Args: X (pd.DataFrame): The dataset to receive the missing data. y (np.array): The label values from dataset n_xmiss (int): The number of features in the dataset that will receive missing values. Default is 2. missTarget (bool, optional): A flag to generate missing into the target.

Example Usage:

# Create an instance of the MAR class
generator = MAR(X, y, n_xmiss=4)

# Generate missing values using the random strategy
data_md = generator.random(missing_rate = 20)

random

random(missing_rate: int = 10) -> pd.DataFrame

Generate missing data using parallel processing.

correlated

correlated(missing_rate: int = 10) -> pd.DataFrame

Generate missing data using parallel processing.

median

median(missing_rate: int = 10) -> pd.DataFrame

Generate missing data using parallel processing.

pattern_missingness

pattern_missingness(patterns: List[Dict] = None, missing_rate: int = 10, std: bool = True, verbose: bool = False, seed: Optional[int] = None, lower_range: float = -3, upper_range: float = 3, max_diff_with_target: float = 0.001, max_iter: int = 100)

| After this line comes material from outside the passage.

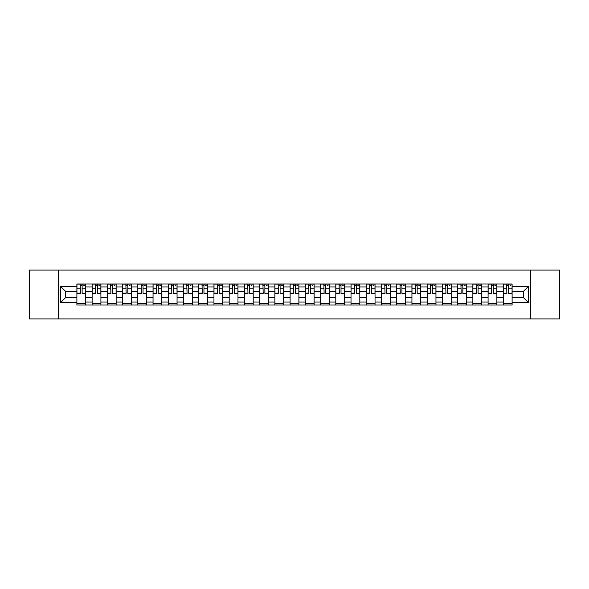<?xml version="1.0" encoding="UTF-8"?>
<svg xmlns="http://www.w3.org/2000/svg" width="589" height="589" viewBox="0 0 589 589"><rect width="100%" height="100%" fill="white"/><g stroke="black" fill="none" stroke-linecap="round" stroke-linejoin="round"><path stroke-width="0.88" d="M530.461 318.907L559.55 318.907L559.55 270.093L29.45 270.093L29.45 318.907L530.461 318.907L530.461 270.093M92.127 304.992L92.127 286.983L85.685 286.983L85.685 304.992M85.685 286.983L85.685 284.008M92.127 286.983L92.127 284.008M100.91 284.008L100.91 304.992M107.353 304.992L107.353 284.008M116.143 284.008L116.143 304.992M122.586 304.992L122.586 284.008M131.369 284.008L131.369 304.992M137.811 304.992L137.811 284.008M146.602 284.008L146.602 304.992M153.044 304.992L153.044 284.008M161.828 284.008L161.828 304.992M168.27 304.992L168.27 284.008M177.061 284.008L177.061 304.992M183.503 304.992L183.503 284.008M192.286 284.008L192.286 304.992M198.729 304.992L198.729 284.008M207.519 284.008L207.519 304.992M213.962 304.992L213.962 284.008M222.745 284.008L222.745 304.992M229.187 304.992L229.187 284.008M237.978 284.008L237.978 304.992M244.42 304.992L244.42 284.008M253.204 284.008L253.204 304.992M259.646 304.992L259.646 284.008M268.437 284.008L268.437 304.992M274.879 304.992L274.879 284.008M283.662 284.008L283.662 304.992M290.105 304.992L290.105 284.008M298.895 284.008L298.895 304.992M305.338 304.992L305.338 284.008M314.121 284.008L314.121 304.992M320.563 304.992L320.563 284.008M329.354 284.008L329.354 304.992M335.796 304.992L335.796 284.008M344.58 284.008L344.58 304.992M351.022 304.992L351.022 284.008M359.813 284.008L359.813 304.992M366.255 304.992L366.255 284.008M375.038 284.008L375.038 304.992M381.481 304.992L381.481 284.008M390.271 284.008L390.271 304.992M396.714 304.992L396.714 284.008M405.497 284.008L405.497 304.992M411.939 304.992L411.939 284.008M420.73 284.008L420.73 304.992M427.172 304.992L427.172 284.008M435.956 284.008L435.956 304.992M442.398 304.992L442.398 284.008M451.189 284.008L451.189 304.992M457.631 304.992L457.631 284.008M466.414 284.008L466.414 304.992M472.857 304.992L472.857 284.008M481.647 284.008L481.647 304.992M488.09 304.992L488.09 284.008M496.873 284.008L496.873 304.992M503.315 304.992L503.315 284.008M503.315 297.526L496.873 297.526M488.09 297.526L481.647 297.526M472.857 297.526L466.414 297.526M457.631 297.526L451.189 297.526M442.398 297.526L435.956 297.526M427.172 297.526L420.73 297.526M411.939 297.526L405.497 297.526M396.714 297.526L390.271 297.526M381.481 297.526L375.038 297.526M366.255 297.526L359.813 297.526M351.022 297.526L344.58 297.526M335.796 297.526L329.354 297.526M320.563 297.526L314.121 297.526M305.338 297.526L298.895 297.526M290.105 297.526L283.662 297.526M274.879 297.526L268.437 297.526M259.646 297.526L253.204 297.526M244.42 297.526L237.978 297.526M229.187 297.526L222.745 297.526M213.962 297.526L207.519 297.526M198.729 297.526L192.286 297.526M183.503 297.526L177.061 297.526M168.27 297.526L161.828 297.526M153.044 297.526L146.602 297.526M137.811 297.526L131.369 297.526M122.586 297.526L116.143 297.526M107.353 297.526L100.91 297.526M92.127 297.526L85.685 297.526M503.315 291.474L496.873 291.474M488.09 291.474L481.647 291.474M472.857 291.474L466.414 291.474M457.631 291.474L451.189 291.474M442.398 291.474L435.956 291.474M427.172 291.474L420.73 291.474M411.939 291.474L405.497 291.474M396.714 291.474L390.271 291.474M381.481 291.474L375.038 291.474M366.255 291.474L359.813 291.474M351.022 291.474L344.58 291.474M335.796 291.474L329.354 291.474M320.563 291.474L314.121 291.474M305.338 291.474L298.895 291.474M290.105 291.474L283.662 291.474M274.879 291.474L268.437 291.474M259.646 291.474L253.204 291.474M244.42 291.474L237.978 291.474M229.187 291.474L222.745 291.474M213.962 291.474L207.519 291.474M198.729 291.474L192.286 291.474M183.503 291.474L177.061 291.474M168.27 291.474L161.828 291.474M153.044 291.474L146.602 291.474M137.811 291.474L131.369 291.474M122.586 291.474L116.143 291.474M107.353 291.474L100.91 291.474M92.127 291.474L85.685 291.474M65.666 297.526L76.894 297.526L76.894 291.474L65.666 291.474L65.666 297.526L60.498 302.702L60.498 286.298L76.894 286.298L76.894 291.474M512.106 291.474L512.106 297.526L523.334 297.526L523.334 291.474L512.106 291.474L512.106 284.008L76.894 284.008L76.894 286.298M512.106 286.298L528.502 286.298L528.502 302.702L512.106 302.702L512.106 297.526M76.894 297.526L76.894 304.992L512.106 304.992L512.106 302.702M76.894 302.702L60.498 302.702M58.539 318.907L58.539 270.093M85.685 303.534L76.894 303.534M80.457 285.466L82.121 285.466M100.91 303.534L92.127 303.534M95.69 285.466L97.347 285.466M116.143 303.534L107.353 303.534M110.916 285.466L112.58 285.466M131.369 303.534L122.586 303.534M126.149 285.466L127.806 285.466M146.602 303.534L137.811 303.534M141.375 285.466L143.039 285.466M161.828 303.534L153.044 303.534M156.608 285.466L158.264 285.466M177.061 303.534L168.27 303.534M171.833 285.466L173.497 285.466M192.286 303.534L183.503 303.534M187.066 285.466L188.723 285.466M207.519 303.534L198.729 303.534M202.292 285.466L203.956 285.466M222.745 303.534L213.962 303.534M217.525 285.466L219.182 285.466M237.978 303.534L229.187 303.534M232.751 285.466L234.415 285.466M253.204 303.534L244.42 303.534M247.984 285.466L249.64 285.466M268.437 303.534L259.646 303.534M263.209 285.466L264.873 285.466M283.662 303.534L274.879 303.534M278.442 285.466L280.099 285.466M298.895 303.534L290.105 303.534M293.668 285.466L295.332 285.466M314.121 303.534L305.338 303.534M308.901 285.466L310.558 285.466M329.354 303.534L320.563 303.534M324.127 285.466L325.791 285.466M344.58 303.534L335.796 303.534M339.36 285.466L341.016 285.466M359.813 303.534L351.022 303.534M354.585 285.466L356.249 285.466M375.038 303.534L366.255 303.534M369.818 285.466L371.475 285.466M390.271 303.534L381.481 303.534M385.044 285.466L386.708 285.466M405.497 303.534L396.714 303.534M400.277 285.466L401.934 285.466M420.73 303.534L411.939 303.534M415.503 285.466L417.167 285.466M435.956 303.534L427.172 303.534M430.736 285.466L432.392 285.466M451.189 303.534L442.398 303.534M445.961 285.466L447.625 285.466M466.414 303.534L457.631 303.534M461.194 285.466L462.851 285.466M481.647 303.534L472.857 303.534M476.42 285.466L478.084 285.466M496.873 303.534L488.09 303.534M491.653 285.466L493.31 285.466M512.106 303.534L503.315 303.534M506.879 285.466L508.543 285.466M60.498 286.298L65.666 291.474M523.334 297.526L528.502 302.702M523.334 291.474L528.502 286.298M82.121 293.042L85.633 293.381L82.121 293.381L82.121 284.104L85.633 284.104L83.682 284.104M85.633 293.042L85.633 284.104M80.457 285.37L82.121 285.37M83.682 285.37L84.367 285.37M78.897 284.104L76.945 284.104L76.945 293.381L80.457 293.381L80.163 284.104M76.945 284.104L82.408 284.104M97.347 293.042L100.859 293.381L97.347 293.381L97.347 284.104L100.859 284.104L98.908 284.104M100.859 293.042L100.859 284.104M95.69 285.37L97.347 285.37M98.908 285.37L99.593 285.37M97.641 284.104L92.171 284.104L92.171 293.381L95.69 293.381L95.396 284.104M112.58 293.042L116.092 293.381L112.58 293.381L112.58 284.104L116.092 284.104L114.141 284.104M116.092 293.042L116.092 284.104M110.916 285.37L112.58 285.37M114.141 285.37L114.826 285.37M109.355 284.104L107.404 284.104L107.404 293.381L110.916 293.381L110.622 284.104M107.404 284.104L112.867 284.104M127.806 293.042L131.318 293.381L127.806 293.381L127.806 284.104L131.318 284.104L129.366 284.104M131.318 293.042L131.318 284.104M126.149 285.37L127.806 285.37M129.366 285.37L130.051 285.37M124.588 284.104L122.63 284.104L122.63 293.381L126.149 293.381L125.855 284.104M122.63 284.104L128.1 284.104M143.039 293.042L146.551 293.381L143.039 293.381L143.039 284.104L146.551 284.104L144.6 284.104M146.551 293.042L146.551 284.104M141.375 285.37L143.039 285.37M144.6 285.37L145.284 285.37M139.814 284.104L137.863 284.104L137.863 293.381L141.375 293.381L141.08 284.104M137.863 284.104L143.326 284.104M158.264 293.042L161.776 293.381L158.264 293.381L158.264 284.104L161.776 284.104L159.825 284.104M161.776 293.042L161.776 284.104M156.608 285.37L158.264 285.37M159.825 285.37L160.51 285.37M155.047 284.104L153.088 284.104L153.088 293.381L156.608 293.381L156.313 284.104M153.088 284.104L158.559 284.104M173.497 293.042L177.009 293.381L173.497 293.381L173.497 284.104L177.009 284.104L175.058 284.104M177.009 293.042L177.009 284.104M171.833 285.37L173.497 285.37M175.058 285.37L175.743 285.37M170.273 284.104L168.321 284.104L168.321 293.381L171.833 293.381L171.539 284.104M168.321 284.104L173.784 284.104M188.723 293.042L192.235 293.381L188.723 293.381L188.723 284.104L192.235 284.104L190.284 284.104M192.235 293.042L192.235 284.104M187.066 285.37L188.723 285.37M190.284 285.37L190.969 285.37M185.506 284.104L183.547 284.104L183.547 293.381L187.066 293.381L186.772 284.104M183.547 284.104L189.017 284.104M203.956 293.042L207.468 293.381L203.956 293.381L203.956 284.104L207.468 284.104L205.517 284.104M207.468 293.042L207.468 284.104M202.292 285.37L203.956 285.37M205.517 285.37L206.202 285.37M200.731 284.104L198.78 284.104L198.78 293.381L202.292 293.381L201.998 284.104M198.78 284.104L204.243 284.104M219.182 293.042L222.701 293.381L219.182 293.381L219.182 284.104L222.701 284.104L220.742 284.104M222.701 293.042L222.701 284.104M217.525 285.37L219.182 285.37M220.742 285.37L221.427 285.37M215.964 284.104L214.006 284.104L214.006 293.381L217.525 293.381L217.231 284.104M214.006 284.104L219.476 284.104M234.415 293.042L237.927 293.381L234.415 293.381L234.415 284.104L237.927 284.104L235.975 284.104M237.927 293.042L237.927 284.104M232.751 285.37L234.415 285.37M235.975 285.37L236.66 285.37M231.19 284.104L229.239 284.104L229.239 293.381L232.751 293.381L232.456 284.104M229.239 284.104L234.702 284.104M249.64 293.042L253.16 293.381L249.64 293.381L249.64 284.104L253.16 284.104L251.201 284.104M253.16 293.042L253.16 284.104M247.984 285.37L249.64 285.37M251.201 285.37L251.886 285.37M246.423 284.104L244.464 284.104L244.464 293.381L247.984 293.381L247.689 284.104M244.464 284.104L249.935 284.104M264.873 293.042L268.385 293.381L264.873 293.381L264.873 284.104L268.385 284.104L266.434 284.104M268.385 293.042L268.385 284.104M263.209 285.37L264.873 285.37M266.434 285.37L267.119 285.37M261.649 284.104L259.697 284.104L259.697 293.381L263.209 293.381L262.915 284.104M259.697 284.104L265.16 284.104M280.099 293.042L283.618 293.381L280.099 293.381L280.099 284.104L283.618 284.104L281.66 284.104M283.618 293.042L283.618 284.104M278.442 285.37L280.099 285.37M281.66 285.37L282.345 285.37M276.882 284.104L274.923 284.104L274.923 293.381L278.442 293.381L278.148 284.104M274.923 284.104L280.393 284.104M295.332 293.042L298.844 293.381L295.332 293.381L295.332 284.104L298.844 284.104L296.893 284.104M298.844 293.042L298.844 284.104M293.668 285.37L295.332 285.37M296.893 285.37L297.578 285.37M292.107 284.104L290.156 284.104L290.156 293.381L293.668 293.381L293.381 284.104M290.156 284.104L295.619 284.104M310.558 293.042L314.077 293.381L310.558 293.381L310.558 284.104L314.077 284.104L312.118 284.104M314.077 293.042L314.077 284.104M308.901 285.37L310.558 285.37M312.118 285.37L312.803 285.37M307.34 284.104L305.382 284.104L305.382 293.381L308.901 293.381L308.607 284.104M305.382 284.104L310.852 284.104M325.791 293.042L329.303 293.381L325.791 293.381L325.791 284.104L329.303 284.104L327.351 284.104M329.303 293.042L329.303 284.104M324.127 285.37L325.791 285.37M327.351 285.37L328.036 285.37M326.085 284.104L320.615 284.104L320.615 293.381L324.127 293.381L323.84 284.104M341.016 293.042L344.536 293.381L341.016 293.381L341.016 284.104L344.536 284.104L342.577 284.104M344.536 293.042L344.536 284.104M339.36 285.37L341.016 285.37M342.577 285.37L343.262 285.37M337.799 284.104L335.84 284.104L335.84 293.381L339.36 293.381L339.065 284.104M335.84 284.104L341.311 284.104M356.249 293.042L359.761 293.381L356.249 293.381L356.249 284.104L359.761 284.104L357.81 284.104M359.761 293.042L359.761 284.104M354.585 285.37L356.249 285.37M357.81 285.37L358.495 285.37M353.025 284.104L351.073 284.104L351.073 293.381L354.585 293.381L354.298 284.104M351.073 284.104L356.544 284.104M371.475 293.042L374.994 293.381L371.475 293.381L371.475 284.104L374.994 284.104L373.036 284.104M374.994 293.042L374.994 284.104M369.818 285.37L371.475 285.37M373.036 285.37L373.721 285.37M368.258 284.104L366.299 284.104L366.299 293.381L369.818 293.381L369.524 284.104M366.299 284.104L371.769 284.104M386.708 293.042L390.22 293.381L386.708 293.381L386.708 284.104L390.22 284.104L388.269 284.104M390.22 293.042L390.22 284.104M385.044 285.37L386.708 285.37M388.269 285.37L388.954 285.37M383.483 284.104L381.532 284.104L381.532 293.381L385.044 293.381L384.757 284.104M381.532 284.104L387.002 284.104M401.934 293.042L405.453 293.381L401.934 293.381L401.934 284.104L405.453 284.104L403.494 284.104M405.453 293.042L405.453 284.104M400.277 285.37L401.934 285.37M403.494 285.37L404.179 285.37M398.716 284.104L396.765 284.104L396.765 293.381L400.277 293.381L399.983 284.104M396.765 284.104L402.228 284.104M417.167 293.042L420.679 293.381L417.167 293.381L417.167 284.104L420.679 284.104L418.727 284.104M420.679 293.042L420.679 284.104M415.503 285.37L417.167 285.37M418.727 285.37L419.412 285.37M413.942 284.104L411.991 284.104L411.991 293.381L415.503 293.381L415.216 284.104M411.991 284.104L417.461 284.104M432.392 293.042L435.912 293.381L432.392 293.381L432.392 284.104L435.912 284.104L433.953 284.104M435.912 293.042L435.912 284.104M430.736 285.37L432.392 285.37M433.953 285.37L434.638 285.37M429.175 284.104L427.224 284.104L427.224 293.381L430.736 293.381L430.441 284.104M427.224 284.104L432.687 284.104M447.625 293.042L451.137 293.381L447.625 293.381L447.625 284.104L451.137 284.104L449.186 284.104M451.137 293.042L451.137 284.104M445.961 285.37L447.625 285.37M449.186 285.37L449.871 285.37M444.4 284.104L442.449 284.104L442.449 293.381L445.961 293.381L445.674 284.104M442.449 284.104L447.92 284.104M462.851 293.042L466.37 293.381L462.851 293.381L462.851 284.104L466.37 284.104L464.412 284.104M466.37 293.042L466.37 284.104M461.194 285.37L462.851 285.37M464.412 285.37L465.096 285.37M459.634 284.104L457.682 284.104L457.682 293.381L461.194 293.381L460.9 284.104M457.682 284.104L463.145 284.104M478.084 293.042L481.596 293.381L478.084 293.381L478.084 284.104L481.596 284.104L479.645 284.104M481.596 293.042L481.596 284.104M476.42 285.37L478.084 285.37M479.645 285.37L480.329 285.37M474.859 284.104L472.908 284.104L472.908 293.381L476.42 293.381L476.133 284.104M472.908 284.104L478.378 284.104M493.31 293.042L496.829 293.381L493.31 293.381L493.31 284.104L496.829 284.104L494.87 284.104M496.829 293.042L496.829 284.104M491.653 285.37L493.31 285.37M494.87 285.37L495.555 285.37M490.092 284.104L488.141 284.104L488.141 293.381L491.653 293.381L491.359 284.104M488.141 284.104L493.604 284.104M508.543 293.042L512.055 293.381L508.543 293.381L508.543 284.104L512.055 284.104L510.103 284.104M512.055 293.042L512.055 284.104M506.879 285.37L508.543 285.37M510.103 285.37L510.788 285.37M505.318 284.104L503.367 284.104L503.367 293.381L506.879 293.381L506.592 284.104M503.367 284.104L508.837 284.104M488.09 286.983L481.647 286.983M472.857 286.983L466.414 286.983M457.631 286.983L451.189 286.983M442.398 286.983L435.956 286.983M427.172 286.983L420.73 286.983M411.939 286.983L405.497 286.983M396.714 286.983L390.271 286.983M381.481 286.983L375.038 286.983M366.255 286.983L359.813 286.983M351.022 286.983L344.58 286.983M335.796 286.983L329.354 286.983M320.563 286.983L314.121 286.983M305.338 286.983L298.895 286.983M290.105 286.983L283.662 286.983M274.879 286.983L268.437 286.983M259.646 286.983L253.204 286.983M244.42 286.983L237.978 286.983M229.187 286.983L222.745 286.983M213.962 286.983L207.519 286.983M198.729 286.983L192.286 286.983M183.503 286.983L177.061 286.983M168.27 286.983L161.828 286.983M153.044 286.983L146.602 286.983M137.811 286.983L131.369 286.983M122.586 286.983L116.143 286.983M107.353 286.983L100.91 286.983M503.315 286.983L496.873 286.983M488.09 302.017L481.647 302.017M472.857 302.017L466.414 302.017M457.631 302.017L451.189 302.017M442.398 302.017L435.956 302.017M427.172 302.017L420.73 302.017M411.939 302.017L405.497 302.017M396.714 302.017L390.271 302.017M381.481 302.017L375.038 302.017M366.255 302.017L359.813 302.017M351.022 302.017L344.58 302.017M335.796 302.017L329.354 302.017M320.563 302.017L314.121 302.017M305.338 302.017L298.895 302.017M290.105 302.017L283.662 302.017M274.879 302.017L268.437 302.017M259.646 302.017L253.204 302.017M244.42 302.017L237.978 302.017M229.187 302.017L222.745 302.017M213.962 302.017L207.519 302.017M198.729 302.017L192.286 302.017M183.503 302.017L177.061 302.017M168.27 302.017L161.828 302.017M153.044 302.017L146.602 302.017M137.811 302.017L131.369 302.017M122.586 302.017L116.143 302.017M107.353 302.017L100.91 302.017M92.127 302.017L85.685 302.017M503.315 302.017L496.873 302.017M82.121 288.846L85.633 288.846M76.945 293.042L80.457 293.042M76.945 288.846L80.457 288.846M97.347 288.846L100.859 288.846M92.171 293.042L95.69 293.042M92.171 288.846L95.69 288.846M112.58 288.846L116.092 288.846M107.404 293.042L110.916 293.042M107.404 288.846L110.916 288.846M127.806 288.846L131.318 288.846M122.63 293.042L126.149 293.042M122.63 288.846L126.149 288.846M143.039 288.846L146.551 288.846M137.863 293.042L141.375 293.042M137.863 288.846L141.375 288.846M158.264 288.846L161.776 288.846M153.088 293.042L156.608 293.042M153.088 288.846L156.608 288.846M173.497 288.846L177.009 288.846M168.321 293.042L171.833 293.042M168.321 288.846L171.833 288.846M188.723 288.846L192.235 288.846M183.547 293.042L187.066 293.042M183.547 288.846L187.066 288.846M203.956 288.846L207.468 288.846M198.78 293.042L202.292 293.042M198.78 288.846L202.292 288.846M219.182 288.846L222.701 288.846M214.006 293.042L217.525 293.042M214.006 288.846L217.525 288.846M234.415 288.846L237.927 288.846M229.239 293.042L232.751 293.042M229.239 288.846L232.751 288.846M249.64 288.846L253.16 288.846M244.464 293.042L247.984 293.042M244.464 288.846L247.984 288.846M264.873 288.846L268.385 288.846M259.697 293.042L263.209 293.042M259.697 288.846L263.209 288.846M280.099 288.846L283.618 288.846M274.923 293.042L278.442 293.042M274.923 288.846L278.442 288.846M295.332 288.846L298.844 288.846M290.156 293.042L293.668 293.042M290.156 288.846L293.668 288.846M310.558 288.846L314.077 288.846M305.382 293.042L308.901 293.042M305.382 288.846L308.901 288.846M325.791 288.846L329.303 288.846M320.615 293.042L324.127 293.042M320.615 288.846L324.127 288.846M341.016 288.846L344.536 288.846M335.84 293.042L339.36 293.042M335.84 288.846L339.36 288.846M356.249 288.846L359.761 288.846M351.073 293.042L354.585 293.042M351.073 288.846L354.585 288.846M371.475 288.846L374.994 288.846M366.299 293.042L369.818 293.042M366.299 288.846L369.818 288.846M386.708 288.846L390.22 288.846M381.532 293.042L385.044 293.042M381.532 288.846L385.044 288.846M401.934 288.846L405.453 288.846M396.765 293.042L400.277 293.042M396.765 288.846L400.277 288.846M417.167 288.846L420.679 288.846M411.991 293.042L415.503 293.042M411.991 288.846L415.503 288.846M432.392 288.846L435.912 288.846M427.224 293.042L430.736 293.042M427.224 288.846L430.736 288.846M447.625 288.846L451.137 288.846M442.449 293.042L445.961 293.042M442.449 288.846L445.961 288.846M462.851 288.846L466.37 288.846M457.682 293.042L461.194 293.042M457.682 288.846L461.194 288.846M478.084 288.846L481.596 288.846M472.908 293.042L476.42 293.042M472.908 288.846L476.42 288.846M493.31 288.846L496.829 288.846M488.141 293.042L491.653 293.042M488.141 288.846L491.653 288.846M508.543 288.846L512.055 288.846M503.367 293.042L506.879 293.042M503.367 288.846L506.879 288.846"/></g></svg>

Generate missing data using pattern-based multivariate amputation.

References: [2] van Buuren, S., J. P. L. Brand, C. G. M. Groothuis-Oudshoorn, and D. B. Rubin. Fully conditional specification in multivariate imputation. Journal of Statistical Computation and Simulation, 76(12):1049–1064, 2006.

[3] Schouten, R. M., P. Lugtig, and G. Vink. Generating missing values for simulation purposes: a multivariate amputation procedure. Journal of Statistical Computation and Simulation, 88(15):2909–2930, 2018.